Cinque stelle a cinque punte

7 maggio 558, a Costantinopoli crolla la cupola dell’Hagia Sophia. 7 maggio 2008, Berlusconi riceve l’incarico di formare il suo quarto governo. 7 maggio 2012: crolla la cupola berlusconiana col voto alle amministrative. E’ il Bunga bunga senza vaselina ai partiti e alla Seconda Repubblica quello andato in scena nelle urne per le elezioni comunali. Non ci sono più scuse, ormai per i cosiddetti malpancisti deI Pdl o della Lega. Il sofferto mal di “Pansa” ha evacuato quella che Beppe Grillo definisce diarrea politica. La purga è stata il Movimento cinque stelle. Il lassativo sono stati gli elettori travolti dalla crisi economica, divenuti allergici ai tesorieri di partito, alle lauree comprate agli antipodi della Padania, ai lingotti d’oro, alle prostitute nelle istituzioni “che si fanno toccare da Silvio” e agli ABC su Twitter.

Non hanno più scuse ma si sforzano di inventarle, gli scribacchini travestiti da giornalisti pagati dai contributi all’editoria resi legali dall’antipolitica. Leggerli oggi è uno spasso: si va da Renato Manheimer che si chiede spaesato “da chi arrivano i voti a Grillo nel generale fuggi-fuggi dalla politica“, alla prima del Corriere, dove Massimo Franco scrive con massima franchezza che “l’affermazione del M5s è imprevista“. Un Franco ribaltato rispetto al 2009, quando pontificava sul “comicopredicatore Grillo che vuole togliersi dalle scatole Andreotti, Berlusconi, Napolitano e Letta nell’illusione collettiva di un radicalismo che non capisce come la demonizzazione degli avversari contribuisce a renderli eterni...”. Anche Fabrizio Roncone (uno che voleva sapere dall’avv. On. Ghedini se Berlusconi fosse impotente benché l’Unità parlasse di “sgraditi rapporti anali al bunga bunga“), narra il clima in casa Grillo durante lo spoglio delle schede nelle vesti di un’improbabile e invisibile mosca (o Vespa). Racconta di un “furbo capopopolo che sghignazza eccitato” sforzandosi di ridicolizzare il risultato del M5s degno di un miglior Macioce o Facci. Umberto Rosso sulla progressista Repubblica rimane ancorato ai “grillini vera novità che dimostra quanto soffi forte ormai in Italia il vento dell’antipolitica” e dipinge “il Pd primo partito sulla scena nazionale” senza dire che in realtà, fra tutti i partiti, il Pd ha soltanto perso meno voti degli altri.

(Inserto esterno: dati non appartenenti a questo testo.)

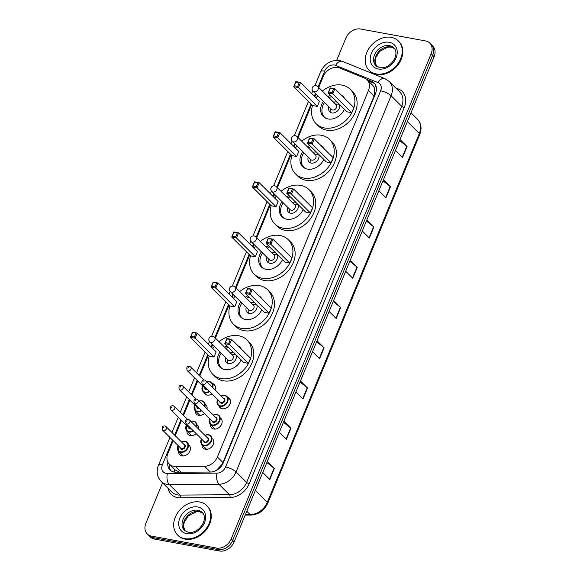 <?xml version="1.0" encoding="UTF-8"?>
<svg xmlns="http://www.w3.org/2000/svg" width="580" height="580" viewBox="0 0 580 580"><rect width="100%" height="100%" fill="white"/><g stroke="black" fill="none" stroke-linecap="round" stroke-linejoin="round"><path stroke-width="0.87" d="M227.694 397.227A6.627 5.147 134.8 0 1 229.252 398.192A6.627 5.147 134.8 0 1 229.252 405.275A6.627 5.147 134.8 0 1 222.169 408.748A6.627 5.147 134.8 0 1 219.907 407.602A6.627 5.147 134.8 0 1 218.936 406.043M220.9 418.463A6.627 5.147 134.8 0 1 220.9 425.546A6.627 5.147 134.8 0 1 213.817 429.019A6.627 5.147 134.8 0 1 211.555 427.866A6.627 5.147 134.8 0 1 210.308 424.393M212.548 438.734A6.627 5.147 134.8 0 1 212.541 445.817A6.627 5.147 134.8 0 1 205.458 449.29A6.627 5.147 134.8 0 1 203.203 448.137A6.627 5.147 134.8 0 1 201.949 444.664M212.643 383.561A6.627 5.147 134.8 0 1 214.208 384.533A6.627 5.147 134.8 0 1 215.064 389.934M211.975 393.871A6.627 5.147 134.8 0 1 207.118 395.089A6.627 5.147 134.8 0 1 204.863 393.936A6.627 5.147 134.8 0 1 203.885 392.377M205.849 404.797A6.627 5.147 134.8 0 1 207.045 408.885M204.537 413.402A6.627 5.147 134.8 0 1 198.766 415.352A6.627 5.147 134.8 0 1 196.504 414.207A6.627 5.147 134.8 0 1 195.257 410.727A6.213 4.821 134.8 0 1 194.735 404.949M197.497 425.067A6.627 5.147 134.8 0 1 198.686 429.157M196.185 433.673A6.627 5.147 134.8 0 1 190.414 435.623A6.627 5.147 134.8 0 1 188.152 434.471A6.627 5.147 134.8 0 1 186.898 430.998M189.145 445.338A6.627 5.147 134.8 0 1 189.138 452.422A6.627 5.147 134.8 0 1 182.055 455.895A6.627 5.147 134.8 0 1 179.8 454.742A6.627 5.147 134.8 0 1 178.546 451.269M173.159 440.655L167.881 453.444A12.427 9.643 -45.2 0 0 169.28 464.123A12.427 9.643 -45.2 0 0 175.349 466.443L204.551 466.255A12.427 9.643 -45.2 0 0 217.399 456.982L368.474 90.458A12.427 9.643 -45.2 0 0 367.082 79.779A12.427 9.643 -45.2 0 0 364.537 78.104L339.583 67.969A12.427 9.643 -45.2 0 0 337.894 67.483A12.427 9.643 -45.2 0 0 323.212 76.596L318.732 87.464M214.919 471.112L216.789 469.959L222.082 464.304L222.974 462.521L374.042 95.997L374.644 94.156L374.346 87.696L372.991 85.651L367.082 79.779M170.875 470.626A12.427 9.643 134.8 0 1 169.28 464.123L174.935 469.749L179.51 472.236M315.998 94.09L314.911 96.737M311.677 104.581L298.069 137.59M295.336 144.217L294.248 146.863M291.015 154.708L277.414 187.717M274.681 194.344L273.586 196.99M270.352 204.834L256.751 237.844M254.018 244.47L252.923 247.116M249.69 254.961L236.089 287.97M233.356 294.596L232.268 297.243M229.035 305.087L215.426 338.096M212.693 344.723L211.606 347.369M208.372 355.214L199.788 376.043M197.737 381.016L191.915 395.139M189.863 400.113L183.563 415.411M181.511 420.384L175.203 435.682M336.697 60.327L345.854 38.113A12.427 9.643 134.8 0 1 360.535 29L425.524 40.934A12.427 9.643 134.8 0 1 429.758 43.094A12.427 9.643 134.8 0 1 431.15 53.773L231.181 538.943A12.427 9.643 134.8 0 1 216.499 548.049L151.51 536.116A12.427 9.643 134.8 0 1 147.276 533.955A12.427 9.643 134.8 0 1 145.885 523.276L162.552 482.836M147.276 533.955L150.242 536.906A12.427 9.643 134.8 0 0 154.476 539.066L219.465 551A12.427 9.643 134.8 0 0 234.146 541.887L434.115 56.724A12.427 9.643 134.8 0 0 432.724 46.045L431.245 44.566A12.427 9.643 134.8 0 1 432.637 55.252L232.667 540.415A12.427 9.643 134.8 0 1 217.986 549.528L152.997 537.595A12.427 9.643 134.8 0 1 148.756 535.434A12.427 9.643 134.8 0 0 152.997 537.595L217.986 549.528A12.427 9.643 134.8 0 0 232.667 540.415L432.637 55.252A12.427 9.643 134.8 0 0 431.245 44.566L429.758 43.094M167.859 462.173A12.427 9.643 -45.2 0 0 170.078 469.945A12.427 9.643 -45.2 0 0 176.146 472.258L210.468 472.04A12.427 9.643 -45.2 0 0 223.314 462.767L375.456 93.648A12.427 9.643 -45.2 0 0 374.064 82.969A12.427 9.643 -45.2 0 0 371.519 81.294L366.502 79.264M368.082 80.772L372.998 82.773A12.427 9.643 134.8 0 1 374.752 83.752M300.454 381.002L307.531 388.034L303.007 399.011L295.93 391.978M283.867 421.254L290.942 428.279L286.418 439.256L279.342 432.23M267.279 461.499L274.355 468.531L269.83 479.508L262.755 472.475M350.226 260.26L357.294 267.293L352.77 278.269L345.702 271.237M366.814 220.016L373.882 227.041L369.358 238.018L362.29 230.992M383.402 179.764L390.471 186.796L385.947 197.773L378.878 190.74M399.99 139.519L407.066 146.551L402.542 157.528L395.466 150.495M317.05 340.757L324.118 347.782L319.594 358.759L312.526 351.734M333.638 300.512L340.707 307.538L336.183 318.514L329.114 311.489M333.21 301.542L340.409 307.277A3.313 0.979 22.4 0 1 340.707 307.538M316.622 341.787L323.821 347.521A3.313 0.979 22.4 0 1 324.118 347.782M399.562 140.549L406.761 146.283A3.313 0.979 22.4 0 1 407.066 146.551M382.974 180.8L390.173 186.535A3.313 0.979 22.4 0 1 390.471 186.796M366.386 221.045L373.585 226.78A3.313 0.979 22.4 0 1 373.882 227.041M349.798 261.29L356.997 267.025A3.313 0.979 22.4 0 1 357.294 267.293M266.858 462.528L274.057 468.263A3.313 0.979 22.4 0 1 274.355 468.531M283.446 422.284L290.645 428.018A3.313 0.979 22.4 0 1 290.942 428.279M300.034 382.039L307.233 387.766A3.313 0.979 22.4 0 1 307.531 388.034M376.181 73.928A20.713 16.073 134.8 0 1 369.119 70.332A20.713 16.073 134.8 0 1 369.126 48.198A20.713 16.073 134.8 0 1 391.268 37.345A20.713 16.073 134.8 0 1 398.329 40.941A20.713 16.073 134.8 0 1 398.322 63.075A20.713 16.073 134.8 0 1 376.181 73.928M398.329 40.941L398.88 41.492A20.713 16.073 134.8 0 1 398.88 63.633A20.713 16.073 134.8 0 1 376.739 74.479A20.713 16.073 134.8 0 1 369.677 70.883L369.119 70.332M322.342 91.053A24.237 18.806 134.8 0 1 342.048 85.129A24.237 18.806 134.8 0 1 350.305 89.342A24.237 18.806 134.8 0 1 350.298 115.239A24.237 18.806 134.8 0 1 324.401 127.941A24.237 18.806 134.8 0 1 316.136 123.728A24.237 18.806 134.8 0 1 312.526 105.429M316.093 97.911A24.237 18.806 134.8 0 1 317.666 95.751M350.305 89.342L352.531 91.553A24.237 18.806 134.8 0 1 352.524 117.45A24.237 18.806 134.8 0 1 326.627 130.152A24.237 18.806 134.8 0 1 318.362 125.94L316.136 123.728M341.402 95.207A14.087 10.933 134.8 0 1 343.15 96.541A14.087 10.933 134.8 0 1 344.498 98.281M344.447 109.294A14.087 10.933 134.8 0 1 328.091 118.972A14.087 10.933 134.8 0 1 323.292 116.529A14.087 10.933 134.8 0 1 323.35 101.399M317.34 106.372L319.45 101.253L300.549 82.461L298.439 87.587L317.34 106.372L312.606 105.502L293.697 86.717L295.807 81.591L300.549 82.461L295.814 82.084L294.306 85.739L297.692 86.362L299.2 82.701M328.019 96.693A14.087 10.933 134.8 0 1 330.397 95.323M351.734 112.687L353.844 107.568L334.935 88.776L332.826 93.902L351.734 112.687L346.992 111.817L328.084 93.032L330.201 87.906L334.935 88.776L330.201 88.399L328.693 92.053L332.079 92.677L333.587 89.016M297.692 86.362L298.439 87.587L293.697 86.717L294.306 85.739M332.079 92.677L332.826 93.902L328.084 93.032L328.693 92.053M330.201 87.906L330.201 88.399M295.807 81.591L295.814 82.084M326.098 118.392A13.673 10.614 134.8 0 1 324.51 117.153A13.673 10.614 134.8 0 1 324.51 102.551M329.186 97.846A13.673 10.614 134.8 0 1 331.579 96.497M328.918 106.93A6.213 4.821 -45.2 0 0 329.766 111.868A6.213 4.821 -45.2 0 0 331.883 112.948A6.213 4.821 -45.2 0 0 337.995 110.396A6.213 4.821 -45.2 0 0 339.322 104.197M337.379 102.261A6.213 4.821 -45.2 0 0 336.414 101.971A6.213 4.821 -45.2 0 0 333.594 102.232M313.091 91.205L331.441 109.439A3.313 2.574 -45.2 0 0 332.572 110.011A3.313 2.574 -45.2 0 0 336.117 108.279A3.313 2.574 -45.2 0 0 336.117 104.734L317.767 86.5A3.313 3.313 0 0 0 312.366 87.587A3.313 3.313 0 0 0 313.091 91.205A3.313 2.574 -45.2 0 0 314.222 91.778A3.313 2.574 -45.2 0 0 318.137 89.349A3.313 2.574 -45.2 0 0 317.767 86.5M339.401 104.393A6.213 4.821 -45.2 0 0 338.633 104.175A6.213 4.821 -45.2 0 0 337.719 104.103L335.486 104.11M330.817 108.815L330.817 111.048A6.213 4.821 -45.2 0 0 331.115 112.73M184.657 538.602A20.713 16.073 134.8 0 1 177.596 535.007A20.713 16.073 134.8 0 1 177.603 512.872A20.713 16.073 134.8 0 1 199.737 502.019A20.713 16.073 134.8 0 1 206.799 505.615A20.713 16.073 134.8 0 1 206.799 527.757A20.713 16.073 134.8 0 1 184.657 538.602M206.799 505.615L207.357 506.173A20.713 16.073 134.8 0 1 207.35 528.308A20.713 16.073 134.8 0 1 185.216 539.161A20.713 16.073 134.8 0 1 178.154 535.558L177.596 535.007M301.68 141.179A24.237 18.806 134.8 0 1 321.385 135.256A24.237 18.806 134.8 0 1 329.65 139.468A24.237 18.806 134.8 0 1 329.643 165.365A24.237 18.806 134.8 0 1 303.739 178.067A24.237 18.806 134.8 0 1 295.474 173.855A24.237 18.806 134.8 0 1 291.863 155.556M295.43 148.038A24.237 18.806 134.8 0 1 297.011 145.877M329.65 139.468L331.869 141.679A24.237 18.806 134.8 0 1 331.861 167.576A24.237 18.806 134.8 0 1 305.964 180.278A24.237 18.806 134.8 0 1 297.7 176.066L295.474 173.855M320.747 145.334A14.087 10.933 134.8 0 1 322.494 146.667A14.087 10.933 134.8 0 1 323.836 148.407M323.785 159.42A14.087 10.933 134.8 0 1 307.436 169.099A14.087 10.933 134.8 0 1 302.63 166.656A14.087 10.933 134.8 0 1 302.688 151.525M296.677 156.499L298.794 151.38L279.886 132.588L277.776 137.714L296.677 156.499L291.943 155.629L273.035 136.844L275.145 131.718L279.886 132.588L275.152 132.211L273.644 135.865L277.03 136.488L278.538 132.827M307.364 146.82A14.087 10.933 134.8 0 1 309.735 145.45M331.071 162.813L333.181 157.695L314.28 138.903L312.163 144.028L331.071 162.813L326.33 161.943L307.429 143.159L309.539 138.033L314.28 138.903L309.546 138.526L308.038 142.18L311.416 142.803L312.924 139.142M277.03 136.488L277.776 137.714L273.035 136.844L273.644 135.865M311.416 142.803L312.163 144.028L307.429 143.159L308.038 142.18M309.539 138.033L309.546 138.526M275.145 131.718L275.152 132.211M305.442 168.519A13.673 10.614 134.8 0 1 303.848 167.279A13.673 10.614 134.8 0 1 303.848 152.678M308.524 147.972A13.673 10.614 134.8 0 1 310.916 146.624M308.255 157.057A6.213 4.821 -45.2 0 0 309.104 161.994A6.213 4.821 -45.2 0 0 311.228 163.074A6.213 4.821 -45.2 0 0 317.332 160.522A6.213 4.821 -45.2 0 0 318.659 154.323M316.716 152.388A6.213 4.821 -45.2 0 0 315.752 152.098A6.213 4.821 -45.2 0 0 312.932 152.359M292.429 141.332L310.779 159.565A3.313 2.574 -45.2 0 0 311.91 160.138A3.313 2.574 -45.2 0 0 315.455 158.405A3.313 2.574 -45.2 0 0 315.455 154.86L297.105 136.626A3.313 3.313 0 0 0 291.704 137.714A3.313 3.313 0 0 0 292.429 141.332A3.313 2.574 -45.2 0 0 293.56 141.904A3.313 2.574 -45.2 0 0 297.475 139.475A3.313 2.574 -45.2 0 0 297.105 136.626M318.746 154.519A6.213 4.821 -45.2 0 0 317.978 154.302A6.213 4.821 -45.2 0 0 317.064 154.229L314.824 154.237M310.155 158.942L310.155 161.175A6.213 4.821 -45.2 0 0 310.459 162.857M281.024 191.306A24.237 18.806 134.8 0 1 300.723 185.382A24.237 18.806 134.8 0 1 308.988 189.595A24.237 18.806 134.8 0 1 308.981 215.492A24.237 18.806 134.8 0 1 283.076 228.194A24.237 18.806 134.8 0 1 274.818 223.981A24.237 18.806 134.8 0 1 271.201 205.682M274.768 198.164A24.237 18.806 134.8 0 1 276.348 196.004M308.988 189.595L311.214 191.806A24.237 18.806 134.8 0 1 311.206 217.703A24.237 18.806 134.8 0 1 285.302 230.405A24.237 18.806 134.8 0 1 277.037 226.193L274.818 223.981M300.085 195.46A14.087 10.933 134.8 0 1 301.832 196.794A14.087 10.933 134.8 0 1 303.18 198.534M303.13 209.547A14.087 10.933 134.8 0 1 286.774 219.225A14.087 10.933 134.8 0 1 281.974 216.782A14.087 10.933 134.8 0 1 282.025 201.651M276.022 206.625L278.132 201.506L259.224 182.715L257.114 187.84L276.022 206.625L271.281 205.755L252.373 186.97L254.489 181.844L259.224 182.715L254.489 182.338L252.981 185.992L256.367 186.615L257.875 182.954M286.701 196.946A14.087 10.933 134.8 0 1 289.072 195.576M310.409 212.94L312.519 207.821L293.618 189.029L291.508 194.155L310.409 212.94L305.667 212.07L286.767 193.285L288.876 188.159L293.618 189.029L288.883 188.652L287.375 192.306L290.761 192.93L292.269 189.268M256.367 186.615L257.114 187.84L252.373 186.97L252.981 185.992M290.761 192.93L291.508 194.155L286.767 193.285L287.375 192.306M288.876 188.159L288.883 188.652M254.489 181.844L254.489 182.338M284.78 218.645A13.673 10.614 134.8 0 1 283.192 217.406A13.673 10.614 134.8 0 1 283.192 202.804M287.861 198.099A13.673 10.614 134.8 0 1 290.254 196.75M287.6 207.183A6.213 4.821 -45.2 0 0 288.449 212.12A6.213 4.821 -45.2 0 0 290.565 213.201A6.213 4.821 -45.2 0 0 296.67 210.649A6.213 4.821 -45.2 0 0 297.997 204.45M296.054 202.514A6.213 4.821 -45.2 0 0 295.089 202.224A6.213 4.821 -45.2 0 0 292.269 202.485M271.774 191.458L290.123 209.692A3.313 2.574 -45.2 0 0 291.247 210.264A3.313 2.574 -45.2 0 0 294.792 208.532A3.313 2.574 -45.2 0 0 294.792 204.987L276.442 186.753A3.313 3.313 0 0 0 271.041 187.84A3.313 3.313 0 0 0 271.774 191.458A3.313 2.574 -45.2 0 0 272.904 192.031A3.313 2.574 -45.2 0 0 276.82 189.602A3.313 2.574 -45.2 0 0 276.442 186.753M298.084 204.646A6.213 4.821 -45.2 0 0 297.315 204.428A6.213 4.821 -45.2 0 0 296.402 204.356L294.169 204.363M289.493 209.068L289.493 211.301A6.213 4.821 -45.2 0 0 289.797 212.983M260.362 241.432A24.237 18.806 134.8 0 1 280.06 235.509A24.237 18.806 134.8 0 1 288.325 239.721A24.237 18.806 134.8 0 1 288.318 265.618A24.237 18.806 134.8 0 1 262.421 278.32A24.237 18.806 134.8 0 1 254.156 274.108A24.237 18.806 134.8 0 1 250.545 255.809M254.105 248.291A24.237 18.806 134.8 0 1 255.686 246.13M288.325 239.721L290.551 241.932A24.237 18.806 134.8 0 1 290.544 267.829A24.237 18.806 134.8 0 1 264.639 280.531A24.237 18.806 134.8 0 1 256.382 276.319L254.156 274.108M279.422 245.587A14.087 10.933 134.8 0 1 281.169 246.92A14.087 10.933 134.8 0 1 282.518 248.661M282.467 259.673A14.087 10.933 134.8 0 1 266.111 269.352A14.087 10.933 134.8 0 1 261.312 266.909A14.087 10.933 134.8 0 1 261.37 251.778M255.36 256.751L257.469 251.633L238.569 232.841L236.451 237.967L255.36 256.751L250.618 255.881L231.717 237.097L233.827 231.971L238.569 232.841L233.834 232.464L232.326 236.118L235.705 236.742L237.213 233.08M266.039 247.073A14.087 10.933 134.8 0 1 268.417 245.702M289.746 263.066L291.863 257.948L272.955 239.156L270.845 244.281L289.746 263.066L285.012 262.196L266.104 243.411L268.214 238.286L272.955 239.156L268.221 238.779L266.713 242.433L270.099 243.056L271.607 239.395M235.705 236.742L236.451 237.967L231.717 237.097L232.326 236.118M270.099 243.056L270.845 244.281L266.104 243.411L266.713 242.433M268.214 238.286L268.221 238.779M233.827 231.971L233.834 232.464M264.118 268.772A13.673 10.614 134.8 0 1 262.53 267.532A13.673 10.614 134.8 0 1 262.53 252.931M267.199 248.225A13.673 10.614 134.8 0 1 269.591 246.877M266.938 257.31A6.213 4.821 -45.2 0 0 267.786 262.247A6.213 4.821 -45.2 0 0 269.903 263.327A6.213 4.821 -45.2 0 0 276.007 260.775A6.213 4.821 -45.2 0 0 277.341 254.576M275.399 252.641A6.213 4.821 -45.2 0 0 274.427 252.351A6.213 4.821 -45.2 0 0 271.607 252.612M251.111 241.585L269.461 259.818A3.313 2.574 -45.2 0 0 270.592 260.391A3.313 2.574 -45.2 0 0 274.13 258.658A3.313 2.574 -45.2 0 0 274.13 255.113L255.787 236.879A3.313 3.313 0 0 0 250.386 237.967A3.313 3.313 0 0 0 251.111 241.585A3.313 2.574 -45.2 0 0 252.242 242.157A3.313 2.574 -45.2 0 0 256.157 239.728A3.313 2.574 -45.2 0 0 255.787 236.879M277.421 254.772A6.213 4.821 -45.2 0 0 276.653 254.555A6.213 4.821 -45.2 0 0 275.739 254.482L273.506 254.489M268.83 259.195L268.83 261.428A6.213 4.821 -45.2 0 0 269.135 263.11M239.7 291.559A24.237 18.806 134.8 0 1 259.405 285.635A24.237 18.806 134.8 0 1 267.663 289.848A24.237 18.806 134.8 0 1 267.656 315.745A24.237 18.806 134.8 0 1 241.758 328.447A24.237 18.806 134.8 0 1 233.493 324.235A24.237 18.806 134.8 0 1 229.883 305.935M233.45 298.417A24.237 18.806 134.8 0 1 235.023 296.257M267.663 289.848L269.888 292.059A24.237 18.806 134.8 0 1 269.881 317.956A24.237 18.806 134.8 0 1 243.984 330.658A24.237 18.806 134.8 0 1 235.719 326.446L233.493 324.235M258.76 295.713A14.087 10.933 134.8 0 1 260.507 297.047A14.087 10.933 134.8 0 1 261.856 298.787M261.805 309.8A14.087 10.933 134.8 0 1 245.449 319.478A14.087 10.933 134.8 0 1 240.649 317.035A14.087 10.933 134.8 0 1 240.707 301.904M234.697 306.878L236.807 301.76L217.906 282.967L215.796 288.093L234.697 306.878L229.963 306.008L211.055 287.223L213.164 282.098L217.906 282.967L213.172 282.59L211.664 286.244L215.049 286.868L216.557 283.207M245.376 297.199A14.087 10.933 134.8 0 1 247.754 295.829M269.091 313.193L271.201 308.074L252.293 289.282L250.183 294.408L269.091 313.193L264.349 312.323L245.442 293.538L247.558 288.412L252.293 289.282L247.558 288.905L246.05 292.559L249.436 293.183L250.944 289.521M215.049 286.868L215.796 288.093L211.055 287.223L211.664 286.244M249.436 293.183L250.183 294.408L245.442 293.538L246.05 292.559M247.558 288.412L247.558 288.905M213.164 282.098L213.172 282.59M243.455 318.891A13.673 10.614 134.8 0 1 241.867 317.659A13.673 10.614 134.8 0 1 241.867 303.057M246.543 298.352A13.673 10.614 134.8 0 1 248.936 297.004M246.275 307.436A6.213 4.821 -45.2 0 0 247.124 312.373A6.213 4.821 -45.2 0 0 249.248 313.454A6.213 4.821 -45.2 0 0 255.352 310.902A6.213 4.821 -45.2 0 0 256.679 304.703M254.736 302.767A6.213 4.821 -45.2 0 0 253.772 302.477A6.213 4.821 -45.2 0 0 250.951 302.738M230.448 291.711L248.798 309.945A3.313 2.574 -45.2 0 0 249.929 310.517A3.313 2.574 -45.2 0 0 253.475 308.785A3.313 2.574 -45.2 0 0 253.475 305.239L235.125 287.006A3.313 3.313 0 0 0 229.724 288.093A3.313 3.313 0 0 0 230.448 291.711A3.313 2.574 -45.2 0 0 231.579 292.284A3.313 2.574 -45.2 0 0 235.494 289.855A3.313 2.574 -45.2 0 0 235.125 287.006M256.759 304.899A6.213 4.821 -45.2 0 0 255.99 304.681A6.213 4.821 -45.2 0 0 255.077 304.609L252.844 304.616M248.175 309.321L248.175 311.554A6.213 4.821 -45.2 0 0 248.472 313.236M219.037 341.685A24.237 18.806 134.8 0 1 238.743 335.762A24.237 18.806 134.8 0 1 247.007 339.974A24.237 18.806 134.8 0 1 247 365.871A24.237 18.806 134.8 0 1 221.096 378.573A24.237 18.806 134.8 0 1 212.831 374.361A24.237 18.806 134.8 0 1 209.22 356.062M212.787 348.544A24.237 18.806 134.8 0 1 214.368 346.383M247.007 339.974L249.226 342.185A24.237 18.806 134.8 0 1 249.219 368.082A24.237 18.806 134.8 0 1 223.322 380.784A24.237 18.806 134.8 0 1 215.057 376.572L212.831 374.361M238.105 345.839A14.087 10.933 134.8 0 1 239.852 347.173A14.087 10.933 134.8 0 1 241.2 348.913M241.142 359.926A14.087 10.933 134.8 0 1 224.793 369.605A14.087 10.933 134.8 0 1 219.987 367.162A14.087 10.933 134.8 0 1 220.045 352.031M214.035 357.005L216.151 351.886L197.243 333.094L195.134 338.22L214.035 357.005L209.3 356.135L190.392 337.35L192.502 332.224L197.243 333.094L192.509 332.71L191.001 336.371L194.387 336.994L195.895 333.333M224.721 347.326A14.087 10.933 134.8 0 1 227.092 345.955M248.429 363.319L250.538 358.201L231.637 339.409L229.52 344.535L248.429 363.319L243.687 362.449L224.786 343.664L226.896 338.539L231.637 339.409L226.903 339.032L225.395 342.686L228.774 343.309L230.282 339.648M194.387 336.994L195.134 338.22L190.392 337.35L191.001 336.371M228.774 343.309L229.52 344.535L224.786 343.664L225.395 342.686M226.896 338.539L226.903 339.032M192.502 332.224L192.509 332.71M222.8 369.018A13.673 10.614 134.8 0 1 221.205 367.785A13.673 10.614 134.8 0 1 221.205 353.184M225.881 348.478A13.673 10.614 134.8 0 1 228.274 347.13M225.613 357.563A6.213 4.821 -45.2 0 0 226.468 362.5A6.213 4.821 -45.2 0 0 228.585 363.58A6.213 4.821 -45.2 0 0 234.69 361.028A6.213 4.821 -45.2 0 0 236.017 354.829M234.073 352.894A6.213 4.821 -45.2 0 0 233.109 352.604A6.213 4.821 -45.2 0 0 230.289 352.865M209.793 341.837L228.136 360.071A3.313 2.574 -45.2 0 0 229.267 360.644A3.313 2.574 -45.2 0 0 232.812 358.911A3.313 2.574 -45.2 0 0 232.812 355.366L214.462 337.132A3.313 3.313 0 0 0 209.061 338.22A3.313 3.313 0 0 0 209.793 341.837A3.313 2.574 -45.2 0 0 210.917 342.41A3.313 2.574 -45.2 0 0 214.832 339.981A3.313 2.574 -45.2 0 0 214.462 337.132M236.103 355.025A6.213 4.821 -45.2 0 0 235.335 354.808A6.213 4.821 -45.2 0 0 234.421 354.735L232.181 354.743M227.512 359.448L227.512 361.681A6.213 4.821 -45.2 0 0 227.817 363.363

Insomma, se quello che si è abbattuto alle urne è un Vietnam per l’antisistema dei partiti e dei giornalisti costretti a parlarne, va ammesso che il “clamoroso” risultato del M5S si deve anche a loro. Al “bene o male purché vai sul giornale“, pubblicità gratuita che Grillo ha saputo cavalcare con maestria durante il tour elettorale, e che oggi continua (suo malgrado) con frasi di amara lucidità. Si va dal “Cavaliere dileguato” al “Berlusconi gassoso” (una galanteria per definirlo scorreggia). Anche la Lega “flette” a picco nella diarrea padana che ingoia il Bisognin verde grazie al grillino Castiglion già eletto sindaco di Sarego. A queste comunali il Carroccio viene sbattuto nel Cantù un po’ dappertutto: lo càssano nella Cassano Magnago di Bossi, lo mòzzano nella Mozzo dell’uomo porcata Calderoli, esce moribondo in roccaforti brianzole come Me(r)da e sopravvive solo in una landa che, ironia della sorte, si chiama MORTARA.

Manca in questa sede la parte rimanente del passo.